Ringo utters the phrase 'bourgeois clichés' in the film 'A Hard Day's Night!
Yes
I'd never heard this song before, when it came on in the supermarket. I held my head back in the hope of catching some of the lyrics so I could put them in google when I got home! Glad I found it, it's definately one of the best songs ever written.
I had a similar experience, I heard it for the first time ever in a hair salon and the line "alone here in the kitchen, I feel there's something missing" was the one that got me!
Glad to hear you discovered a masterpiece of music genius..
I bought it on purple vinyl in “79” I believe , still one of my favourite tunes .
What a wonderful song, hadn't heard it in years. Brought me to tears. I'm sixty years old now, glad young love passed me by.
I still have all my old Squeeze vinyl 45s from the 70s and early 80s, and even now, listening to this song it stirs memories and brings me to tears, a rare thing indeed. A requiem to those of us whose lives screwed up and didn't turn out the way we had hoped or planned.
No-one's life does, if that's any comfort to you. It is a very poignant song.
AMEN.I am 53 so I remember this quite well.I am also a casualty of failed dreams IE: MUSIC.Then if that wasn'nt enough ,just keeping a day job and playing was hard but now I don't even play anymore and on unemployment.I have a great opportunity in July to get hired with Pittsburgh local govt. service.My point:U R not done living and learning yet because U R still here and ALIVE....MY advice,if U R spiritual is to PRAY and ask for guidance.HOOK UP WITH THE MAN WHO MADE IT ALLL>>>GOD.Don't give up and don't feel bad.JESUS IS LORD...PEACE TO YOUR ACHING SOUL!!!
Yes great song and how it pans out for almost everyone, I was lucky enough to sustain a musical career right through bringing up my two sons which kept the wolf from the door, if you can play you'll never starve my mum used to say and so true, trouble is most folks want security of a day job then think "shit where did my life go" I hate my job but need the money bla bla
i'm giving you a thumbs up even though you are rivalling me for the most votes on my comment lol. to be honest, i think we are both saying the same thing about this song. those lyrics are just so 'real'. sorry for repeating myself, but they really are. good music taste btw
Gwen Ever I had one of their tunes on multicoloured vinyl many moons ago, another nail in my heart, sold it on a few years ago for nice price
It's a masterclass in how to tell a story spanning years in 3 minutes or less with a vocal range almost anyone could sing. Squeeze got it completely spot on here. I love the angst of the last verse too... "AND NOW SHE'S 2 YEARS OLDER". Every mistake you'll ever make as a working class boy or girl, right here. Still knocks me back.
Summed up perfectly
Nailed it.
There is a strange raw beauty to this song.

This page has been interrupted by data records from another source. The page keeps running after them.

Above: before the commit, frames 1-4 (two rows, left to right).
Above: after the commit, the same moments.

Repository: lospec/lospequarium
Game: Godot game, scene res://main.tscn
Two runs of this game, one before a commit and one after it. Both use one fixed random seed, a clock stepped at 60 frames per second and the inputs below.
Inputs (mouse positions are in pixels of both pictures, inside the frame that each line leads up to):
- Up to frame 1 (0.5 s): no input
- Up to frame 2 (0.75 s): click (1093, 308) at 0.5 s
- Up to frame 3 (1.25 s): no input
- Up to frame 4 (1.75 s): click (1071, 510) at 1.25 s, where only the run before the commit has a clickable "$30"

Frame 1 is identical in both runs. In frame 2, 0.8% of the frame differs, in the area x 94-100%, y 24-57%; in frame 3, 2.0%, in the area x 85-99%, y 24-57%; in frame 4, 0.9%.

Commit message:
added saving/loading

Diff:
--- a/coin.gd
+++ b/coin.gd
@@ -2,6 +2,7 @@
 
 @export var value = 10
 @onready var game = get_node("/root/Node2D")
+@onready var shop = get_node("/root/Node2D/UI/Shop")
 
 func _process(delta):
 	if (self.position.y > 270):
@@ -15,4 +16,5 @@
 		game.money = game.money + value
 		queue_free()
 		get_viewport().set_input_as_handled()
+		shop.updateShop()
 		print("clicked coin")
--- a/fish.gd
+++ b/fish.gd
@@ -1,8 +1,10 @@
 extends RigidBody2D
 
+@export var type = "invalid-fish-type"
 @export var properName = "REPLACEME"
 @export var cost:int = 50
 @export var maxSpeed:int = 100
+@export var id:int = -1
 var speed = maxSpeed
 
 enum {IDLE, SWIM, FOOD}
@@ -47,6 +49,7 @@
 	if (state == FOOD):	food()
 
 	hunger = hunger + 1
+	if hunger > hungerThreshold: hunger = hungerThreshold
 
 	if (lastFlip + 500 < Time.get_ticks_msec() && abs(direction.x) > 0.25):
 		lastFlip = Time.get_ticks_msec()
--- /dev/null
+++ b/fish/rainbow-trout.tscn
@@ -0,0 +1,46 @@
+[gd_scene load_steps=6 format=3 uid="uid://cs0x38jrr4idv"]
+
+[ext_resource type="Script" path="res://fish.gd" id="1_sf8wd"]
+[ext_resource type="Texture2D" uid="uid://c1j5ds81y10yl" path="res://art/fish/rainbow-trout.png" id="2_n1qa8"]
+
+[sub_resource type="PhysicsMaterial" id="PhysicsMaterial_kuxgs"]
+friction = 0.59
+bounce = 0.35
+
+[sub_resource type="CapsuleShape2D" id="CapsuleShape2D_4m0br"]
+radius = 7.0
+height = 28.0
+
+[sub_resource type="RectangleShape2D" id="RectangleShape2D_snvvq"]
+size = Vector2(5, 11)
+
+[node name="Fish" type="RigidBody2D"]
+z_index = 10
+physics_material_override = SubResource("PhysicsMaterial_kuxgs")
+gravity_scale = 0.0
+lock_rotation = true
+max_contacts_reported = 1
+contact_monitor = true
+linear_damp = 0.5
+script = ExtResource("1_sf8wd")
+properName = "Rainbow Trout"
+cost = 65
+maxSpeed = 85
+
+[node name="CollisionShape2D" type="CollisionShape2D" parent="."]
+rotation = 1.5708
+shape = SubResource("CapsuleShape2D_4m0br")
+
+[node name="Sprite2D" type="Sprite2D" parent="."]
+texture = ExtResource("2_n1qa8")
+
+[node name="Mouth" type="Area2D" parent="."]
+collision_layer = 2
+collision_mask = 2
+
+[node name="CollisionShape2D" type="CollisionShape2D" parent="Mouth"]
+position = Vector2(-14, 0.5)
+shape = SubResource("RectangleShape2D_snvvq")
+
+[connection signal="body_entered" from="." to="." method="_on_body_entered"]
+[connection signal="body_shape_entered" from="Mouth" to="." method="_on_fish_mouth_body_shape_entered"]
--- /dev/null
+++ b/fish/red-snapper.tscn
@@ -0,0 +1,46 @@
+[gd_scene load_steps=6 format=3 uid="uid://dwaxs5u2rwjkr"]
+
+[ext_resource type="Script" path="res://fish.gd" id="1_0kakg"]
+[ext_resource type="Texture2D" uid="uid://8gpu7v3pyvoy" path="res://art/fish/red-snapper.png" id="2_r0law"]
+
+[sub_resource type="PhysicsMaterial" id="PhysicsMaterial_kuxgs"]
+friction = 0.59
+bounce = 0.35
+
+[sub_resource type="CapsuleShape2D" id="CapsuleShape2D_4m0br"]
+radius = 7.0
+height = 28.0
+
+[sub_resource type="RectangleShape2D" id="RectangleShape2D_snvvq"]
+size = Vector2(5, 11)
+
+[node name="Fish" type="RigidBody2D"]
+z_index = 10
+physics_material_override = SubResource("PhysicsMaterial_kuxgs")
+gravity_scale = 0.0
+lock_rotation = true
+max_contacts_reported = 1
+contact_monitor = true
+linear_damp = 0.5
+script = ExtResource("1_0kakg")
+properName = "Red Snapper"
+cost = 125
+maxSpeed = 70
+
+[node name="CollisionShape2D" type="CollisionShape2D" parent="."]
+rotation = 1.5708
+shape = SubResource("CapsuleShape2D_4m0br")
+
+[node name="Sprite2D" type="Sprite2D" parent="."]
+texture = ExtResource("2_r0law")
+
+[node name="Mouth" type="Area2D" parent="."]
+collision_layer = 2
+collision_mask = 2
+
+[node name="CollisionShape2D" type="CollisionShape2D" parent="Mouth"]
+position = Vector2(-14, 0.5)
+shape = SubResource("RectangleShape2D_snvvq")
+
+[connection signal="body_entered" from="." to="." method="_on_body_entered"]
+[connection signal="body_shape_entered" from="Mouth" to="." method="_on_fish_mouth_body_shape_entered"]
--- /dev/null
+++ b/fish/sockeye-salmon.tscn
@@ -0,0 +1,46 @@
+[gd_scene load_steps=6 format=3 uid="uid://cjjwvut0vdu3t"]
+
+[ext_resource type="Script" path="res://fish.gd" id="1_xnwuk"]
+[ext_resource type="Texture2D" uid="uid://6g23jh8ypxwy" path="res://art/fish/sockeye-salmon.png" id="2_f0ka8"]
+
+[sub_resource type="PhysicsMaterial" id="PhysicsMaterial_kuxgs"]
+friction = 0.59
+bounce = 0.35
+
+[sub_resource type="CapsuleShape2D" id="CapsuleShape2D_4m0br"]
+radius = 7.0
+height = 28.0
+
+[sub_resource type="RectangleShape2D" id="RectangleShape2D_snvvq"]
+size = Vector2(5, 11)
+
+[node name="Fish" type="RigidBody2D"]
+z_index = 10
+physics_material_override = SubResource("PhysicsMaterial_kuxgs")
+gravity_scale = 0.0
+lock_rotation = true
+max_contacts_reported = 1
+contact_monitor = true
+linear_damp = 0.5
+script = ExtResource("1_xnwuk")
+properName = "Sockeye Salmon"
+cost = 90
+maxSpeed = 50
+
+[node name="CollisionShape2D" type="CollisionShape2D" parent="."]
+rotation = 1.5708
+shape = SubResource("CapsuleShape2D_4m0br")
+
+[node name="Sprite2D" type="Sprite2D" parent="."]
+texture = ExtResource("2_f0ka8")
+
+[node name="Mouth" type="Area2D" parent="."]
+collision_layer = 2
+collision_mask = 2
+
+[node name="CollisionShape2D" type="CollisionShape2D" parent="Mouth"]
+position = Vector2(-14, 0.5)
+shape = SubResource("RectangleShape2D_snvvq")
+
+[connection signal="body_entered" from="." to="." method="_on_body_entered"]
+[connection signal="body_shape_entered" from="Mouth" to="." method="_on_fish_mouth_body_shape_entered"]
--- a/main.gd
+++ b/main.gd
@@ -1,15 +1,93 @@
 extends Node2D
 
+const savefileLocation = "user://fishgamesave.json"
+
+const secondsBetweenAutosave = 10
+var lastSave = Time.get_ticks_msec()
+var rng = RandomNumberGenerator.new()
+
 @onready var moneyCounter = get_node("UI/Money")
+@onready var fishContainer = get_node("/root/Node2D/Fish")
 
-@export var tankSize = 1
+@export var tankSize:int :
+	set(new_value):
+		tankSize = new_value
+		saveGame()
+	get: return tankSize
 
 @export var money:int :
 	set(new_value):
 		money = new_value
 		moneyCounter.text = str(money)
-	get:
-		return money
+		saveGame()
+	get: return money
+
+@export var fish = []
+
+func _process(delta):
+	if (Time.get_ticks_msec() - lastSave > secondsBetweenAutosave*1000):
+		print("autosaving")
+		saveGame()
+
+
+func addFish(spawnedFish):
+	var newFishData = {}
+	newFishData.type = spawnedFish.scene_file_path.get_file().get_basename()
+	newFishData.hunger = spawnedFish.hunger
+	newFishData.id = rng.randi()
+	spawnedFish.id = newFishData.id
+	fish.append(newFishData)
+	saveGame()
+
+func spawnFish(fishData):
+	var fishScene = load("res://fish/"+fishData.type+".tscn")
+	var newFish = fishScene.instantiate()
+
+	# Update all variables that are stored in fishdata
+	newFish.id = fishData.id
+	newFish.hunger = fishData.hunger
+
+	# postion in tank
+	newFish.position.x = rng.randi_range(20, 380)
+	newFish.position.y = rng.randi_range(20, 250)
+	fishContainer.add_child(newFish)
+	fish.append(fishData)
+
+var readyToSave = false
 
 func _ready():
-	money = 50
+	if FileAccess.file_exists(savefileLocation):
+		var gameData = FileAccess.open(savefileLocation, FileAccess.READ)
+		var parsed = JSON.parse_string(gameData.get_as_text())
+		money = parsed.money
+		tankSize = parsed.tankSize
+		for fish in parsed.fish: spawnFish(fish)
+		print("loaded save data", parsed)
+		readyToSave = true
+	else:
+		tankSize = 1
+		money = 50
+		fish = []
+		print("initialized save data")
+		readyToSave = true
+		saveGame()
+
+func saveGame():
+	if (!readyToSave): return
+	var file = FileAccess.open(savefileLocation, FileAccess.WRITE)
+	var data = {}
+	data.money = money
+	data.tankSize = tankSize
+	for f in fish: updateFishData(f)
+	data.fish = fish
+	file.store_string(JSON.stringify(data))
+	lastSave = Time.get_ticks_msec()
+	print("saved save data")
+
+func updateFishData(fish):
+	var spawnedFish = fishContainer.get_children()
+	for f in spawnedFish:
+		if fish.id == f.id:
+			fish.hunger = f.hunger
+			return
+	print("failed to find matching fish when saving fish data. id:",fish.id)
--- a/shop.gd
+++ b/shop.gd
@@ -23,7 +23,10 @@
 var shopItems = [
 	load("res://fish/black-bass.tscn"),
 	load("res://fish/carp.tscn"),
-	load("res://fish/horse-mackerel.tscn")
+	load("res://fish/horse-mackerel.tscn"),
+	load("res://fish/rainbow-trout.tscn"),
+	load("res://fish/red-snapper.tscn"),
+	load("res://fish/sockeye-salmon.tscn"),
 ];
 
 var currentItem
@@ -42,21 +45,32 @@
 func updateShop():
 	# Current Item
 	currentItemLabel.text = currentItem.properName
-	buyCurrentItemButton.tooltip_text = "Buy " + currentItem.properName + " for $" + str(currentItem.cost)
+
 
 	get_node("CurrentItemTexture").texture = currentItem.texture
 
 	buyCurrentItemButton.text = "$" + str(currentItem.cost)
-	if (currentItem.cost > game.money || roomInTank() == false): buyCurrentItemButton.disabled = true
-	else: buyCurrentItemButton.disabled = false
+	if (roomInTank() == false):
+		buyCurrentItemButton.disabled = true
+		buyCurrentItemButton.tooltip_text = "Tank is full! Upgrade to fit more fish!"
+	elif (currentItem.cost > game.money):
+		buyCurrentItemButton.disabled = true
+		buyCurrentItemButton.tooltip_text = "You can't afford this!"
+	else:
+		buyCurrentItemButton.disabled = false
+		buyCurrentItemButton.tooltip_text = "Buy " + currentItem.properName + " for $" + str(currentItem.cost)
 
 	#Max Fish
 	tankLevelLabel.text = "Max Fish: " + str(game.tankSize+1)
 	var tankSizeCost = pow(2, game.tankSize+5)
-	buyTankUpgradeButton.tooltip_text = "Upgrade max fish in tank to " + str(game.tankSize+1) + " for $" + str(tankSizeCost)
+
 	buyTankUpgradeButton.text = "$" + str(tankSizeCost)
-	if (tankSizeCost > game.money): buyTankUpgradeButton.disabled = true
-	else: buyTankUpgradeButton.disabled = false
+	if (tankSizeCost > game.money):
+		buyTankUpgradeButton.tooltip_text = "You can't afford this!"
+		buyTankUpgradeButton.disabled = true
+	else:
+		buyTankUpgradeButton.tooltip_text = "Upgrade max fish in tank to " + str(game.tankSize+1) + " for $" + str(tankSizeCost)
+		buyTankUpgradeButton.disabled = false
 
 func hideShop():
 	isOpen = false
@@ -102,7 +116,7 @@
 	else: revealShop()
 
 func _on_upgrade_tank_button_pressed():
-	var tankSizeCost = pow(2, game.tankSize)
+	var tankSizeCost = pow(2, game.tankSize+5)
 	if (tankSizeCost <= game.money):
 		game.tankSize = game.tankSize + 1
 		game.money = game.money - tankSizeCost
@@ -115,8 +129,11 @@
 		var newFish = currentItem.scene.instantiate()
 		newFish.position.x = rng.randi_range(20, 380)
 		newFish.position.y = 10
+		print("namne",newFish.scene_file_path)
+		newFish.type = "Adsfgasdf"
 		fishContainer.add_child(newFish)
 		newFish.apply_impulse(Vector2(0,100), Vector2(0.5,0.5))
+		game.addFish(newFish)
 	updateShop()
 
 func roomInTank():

It's the story of so many lives.
Right about the vocal range, but this fantastic song is hard to sing and play.
Difford was a hell of a lyracist. And Tillbrook was so good at taking a simple melody, hook it into your brain, where it lives forever! Such an underrated band.
Still sends shivers down my backbone after all these years, how anyone can give this masterpiece the thumbs down is beyond me, this is a classic!
accidentally found this song.. and its everything i didnt know i needed in my life. its been on replay for hours now.
" she gave birth to a daughter, within a year a walker. Love every line in this song
Some of the greatest lyrics ever written.
The best bit of being 59 in 2024 is that tracks like this are the tracks I grew up with
As a kid that grew up in part in Clapham this song will forever be engrained on my mind given my dad used to have this on his old CD, later MP3 player.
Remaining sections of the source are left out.